• _To do_
Aside from the pictures, the entries should be given again exactly.

• _Source records_
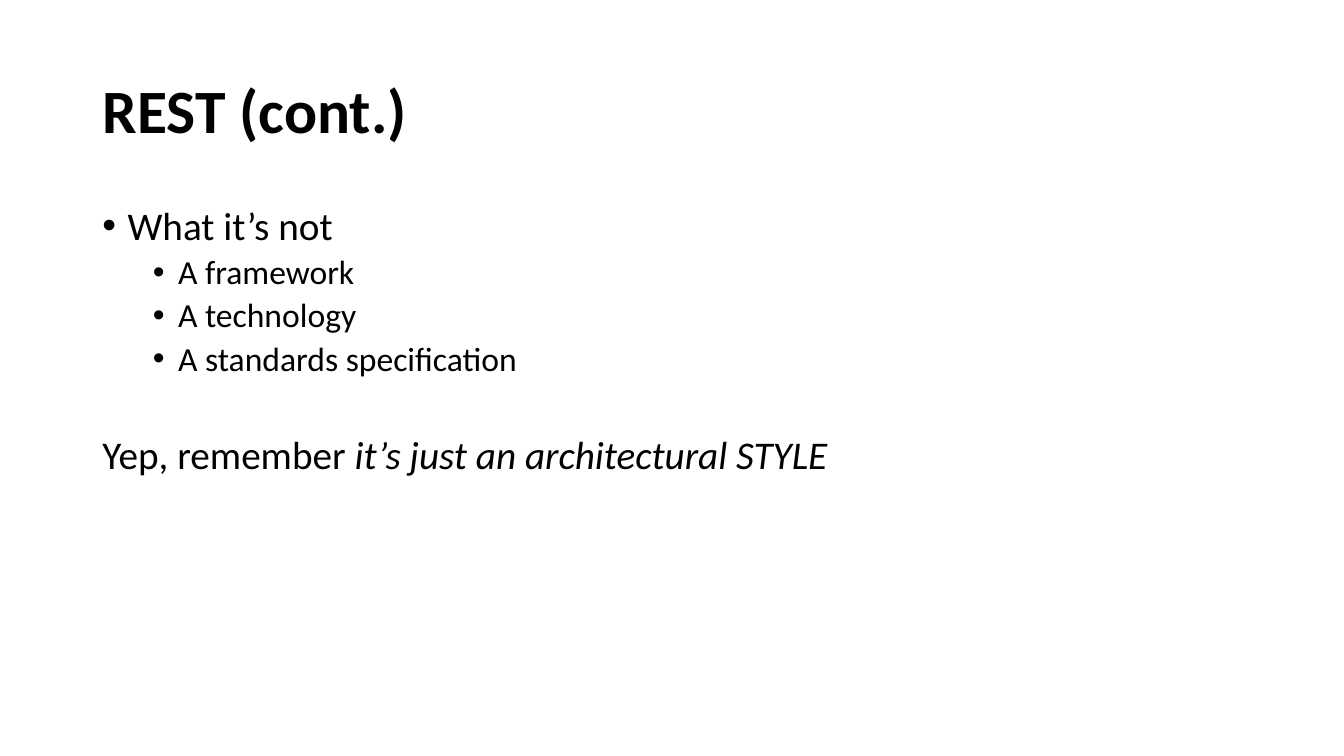
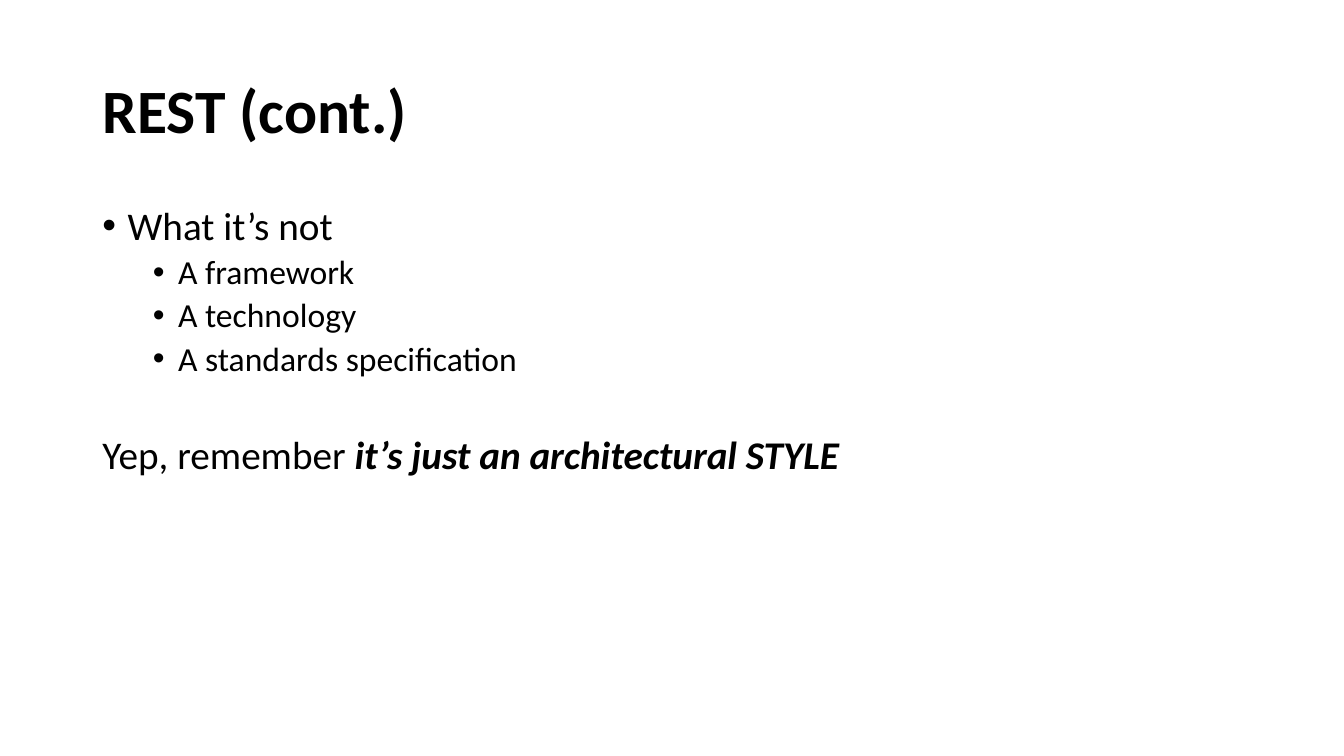
Before and after one commit to mushfek/javafest-webservice-webiner, a slide deck: slide 8 of WebservicesWebiner.pptx. Drawn at 1344x756 pixels with LibreOffice and Linux fonts; fonts in the diff are those of the drawing. Boxes give left, top, right and bottom in pixels: in the first picture for what was removed or moved away, otherwise in the second. Text is boxed around its words. In the diff, an @@ line names an element or a change of style, - is before the commit and + after.

```diff
--- a/WebservicesWebiner.pptx
+++ b/WebservicesWebiner.pptx
@@ text at (x1=102, y1=441, x2=839, y2=476): bold on in "it’s just an architectural STYLE" @@
```
Also in this commit, not shown: 7 other slides changed, 2 slides added.

• _Response_
Before and after one commit to mushfek/javafest-webservice-webiner, a slide deck: slide 8 of WebservicesWebiner.pptx. Drawn at 1344x756 pixels with LibreOffice and Linux fonts; fonts in the diff are those of the drawing. Boxes give left, top, right and bottom in pixels: in the first picture for what was removed or moved away, otherwise in the second. Text is boxed around its words. In the diff, an @@ line names an element or a change of style, - is before the commit and + after.

```diff
--- a/WebservicesWebiner.pptx
+++ b/WebservicesWebiner.pptx
@@ text at (x1=102, y1=441, x2=839, y2=476): bold on in "it’s just an architectural STYLE" @@
```
Also in this commit, not shown: 7 other slides changed, 2 slides added.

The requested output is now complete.